Shoring system for a mall in Giza, Egypt
- May 25
- 4 min read
Evaluation with DeepEX Software
Introduction
This article presents a case study on the analysis of a diaphragm wall; supported excavation using DeepEX. The project involves a 5.5 m deep excavation and focuses on comparing different analysis approaches; Limit Equilibrium Method (LEM), Non-Linear analysis using elastoplastic soil springs, and Finite Element Method (FEM).
The case study examines the design of a shoring system for a mall development in Giza, Egypt. The site covers approximately 3,500 m² and is bounded by existing buildings on three sides and a street on the fourth, representing a typical constrained urban excavation. The ground elevation is about 2.7 m, requiring careful control of both stability and ground movements (Figure 1).
The objective is to evaluate how these methods approximate measured wall moments, support reactions, and displacements across construction stages, and to highlight their respective strengths and limitations.
The case study is based on published work by Eng. Khalid Walid Kamal and Eng. Reem Adel El-Naggar, providing a realistic benchmark for validation. It also illustrates how DeepEX supports staged analysis, rapid model development, and design optimization for deep excavation systems.
Figure 1. Assumed soil properties based on the original site investigation (after Kamal & El-Naggar).
Model Description
The excavation system consists of a 5.5 m deep cut supported by a diaphragm wall, analyzed using the DeepEX platform. The model incorporates staged construction and evaluates performance under different analysis frameworks. DeepEX supports a wide range of retaining systems, including diaphragm walls, soldier piles, secant piles, sheet piles, and braced or anchored support systems. Both 2D sections and 3D frames can be analyzed, enabling a detailed assessment of soil–structure interaction.
The soil profile is defined based on-site investigation data and includes layered deposits of sand and clay, with parameters such as unit weight, shear strength, friction angle, and stiffness incorporated into the analysis.
Table 1. Soil stratigraphy and engineering properties used in the model.
Elev.(m) | Soil | Soil Type | ϒtot (KN/m3) | c’ or Su (kPa) | φ (deg) | Soil Model | Eref(kPa) | exp (m) (-) |
0 | F (Fill) | Sand | 18 | 1 | 30 | Elastoplastic | 25000 | - |
-1.75 | C1 | Clay (drained) | 18 | 1 | 28 | Exponential | 15000 | 1 |
-10.00 | S1 | Sand | 18 | 1 | 34 | Elastic-Plastic | 30000 | 1 |
-12.00 | C2 | Clay (Undrained) | 18.8 | 0 | 30 | Elastic-Plastic | 15000 | - |
-15.00 | S1 | Sand | 18 | 1 | 34 | Elastic-Plastic | 30000 | - |
Modelling in DeepEX
The model was developed using the DeepEX Model Wizard (Figures 2 and 3), which allows rapid definition of geometry, support configuration, and construction stages. The software automatically generates the staged excavation sequence, significantly reducing modelling effort (Figure 4).

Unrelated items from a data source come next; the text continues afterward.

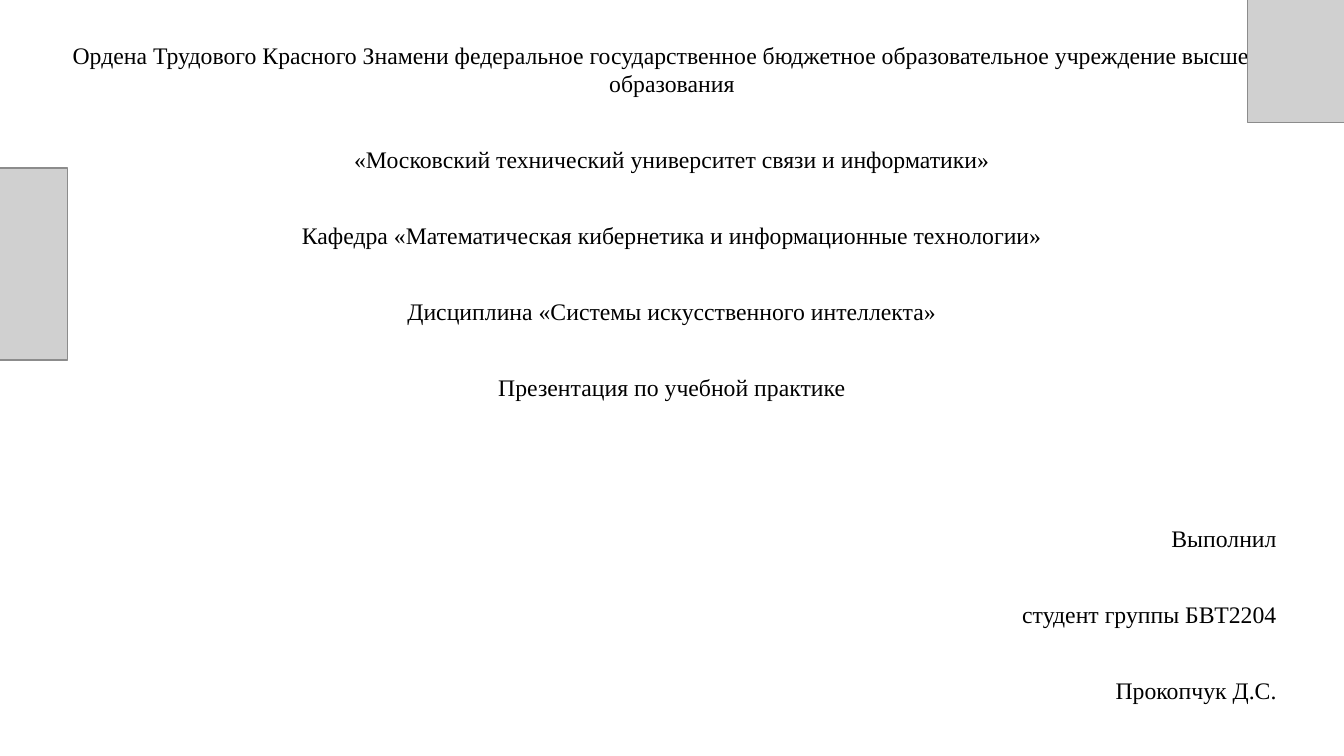
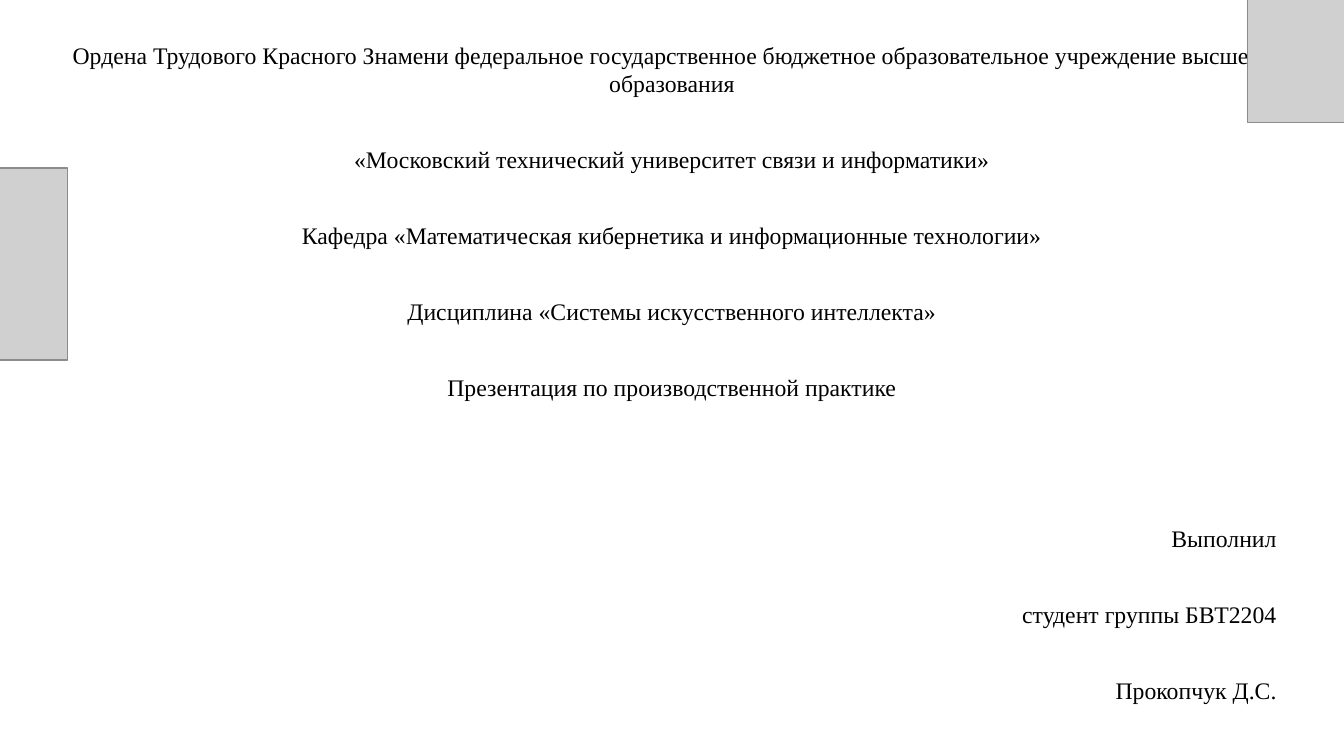
Before and after one commit to EarthMoonTransit/practice, a slide deck: slide 1 of Презентация СИИ Практика (1).pptx. Drawn at 1344x756 pixels with LibreOffice and Linux fonts; fonts in the diff are those of the drawing; grey boxes stand for pictures. Boxes give left, top, right and bottom in pixels: in the first picture for what was removed or moved away, otherwise in the second. Text is boxed around its words. In the diff, an @@ line names an element or a change of style, - is before the commit and + after.

```diff
--- a/Презентация СИИ Практика (1).pptx
+++ b/Презентация СИИ Практика (1).pptx
@@ text at (447,379,896,401): text changed @@
-Презентация по учебной практике
+Презентация по производственной практике
```
Also in this commit, not shown: 2 other files.

DeepEX also includes tools for automated optimization, enabling refinement of wall sections, support layouts, and anchor lengths to achieve efficient and economical designs.
Figure 2. DeepEX Model Wizard – Analysis settings.
Figure 3. DeepEX Model Wizard – Project geometry and configuration.
Figure 4. Generated excavation model at final construction stage.
Analysis Settings
Three analysis approaches were considered:
1. Limit Equilibrium Method (LEM) – (Figure 7)
No wall friction considered
Simplified groundwater conditions
FHWA apparent earth pressure diagrams for supported stages
Beam analysis based on CALTRANS methodology (including negative moments)
Figure 5. LEM analysis settings in DeepEX.
2. Non-Linear Analysis (NL) – Winkler Springs - (Figure 8)
Soil–structure interaction represented using elastoplastic springs
Wall friction: 50%
Staged activation and deactivation of soil springs during excavation
3. Finite Element Method (FEM) - (Figure 9)
Full continuum modelling of soil mass
Wall friction: 50%
Medium mesh density
Explicit simulation of staged construction and soil–structure interaction
These methods were selected to provide a balanced comparison between simplified design approaches and more advanced numerical modelling.
Analysis Results
Method Overview
Three analysis approaches were used to assess the excavation, each capturing soil–structure interaction at a different level.
The Limit Equilibrium Method (LEM) follows a conventional approach where earth pressures (active, passive, water, and surcharge) are calculated and applied to the wall. The wall is then analyzed as a beam to obtain moments, shear forces, and support reactions. While efficient and widely used, LEM does not explicitly consider soil stiffness or construction staging in predicting deformations.
The Non-Linear (NL) analysis represents the soil using elastoplastic Winkler springs attached to the wall. These springs are activated or removed as excavation progresses, allowing the method to capture staged construction effects and the redistribution of stresses. This provides a more realistic estimate of wall displacements compared to LEM.
The Finite Element Method (FEM) models the soil as a continuous medium and simulates full soil–structure interaction. By incorporating construction stages directly, FEM provides detailed predictions of stresses, support reactions, and displacements, offering the most comprehensive assessment of excavation behavior.
Figure 6. LEM results – wall moment and shear diagrams, support reactions (final stage).
Figure 7. NL results – wall moment and displacement profiles, support reactions (final stage).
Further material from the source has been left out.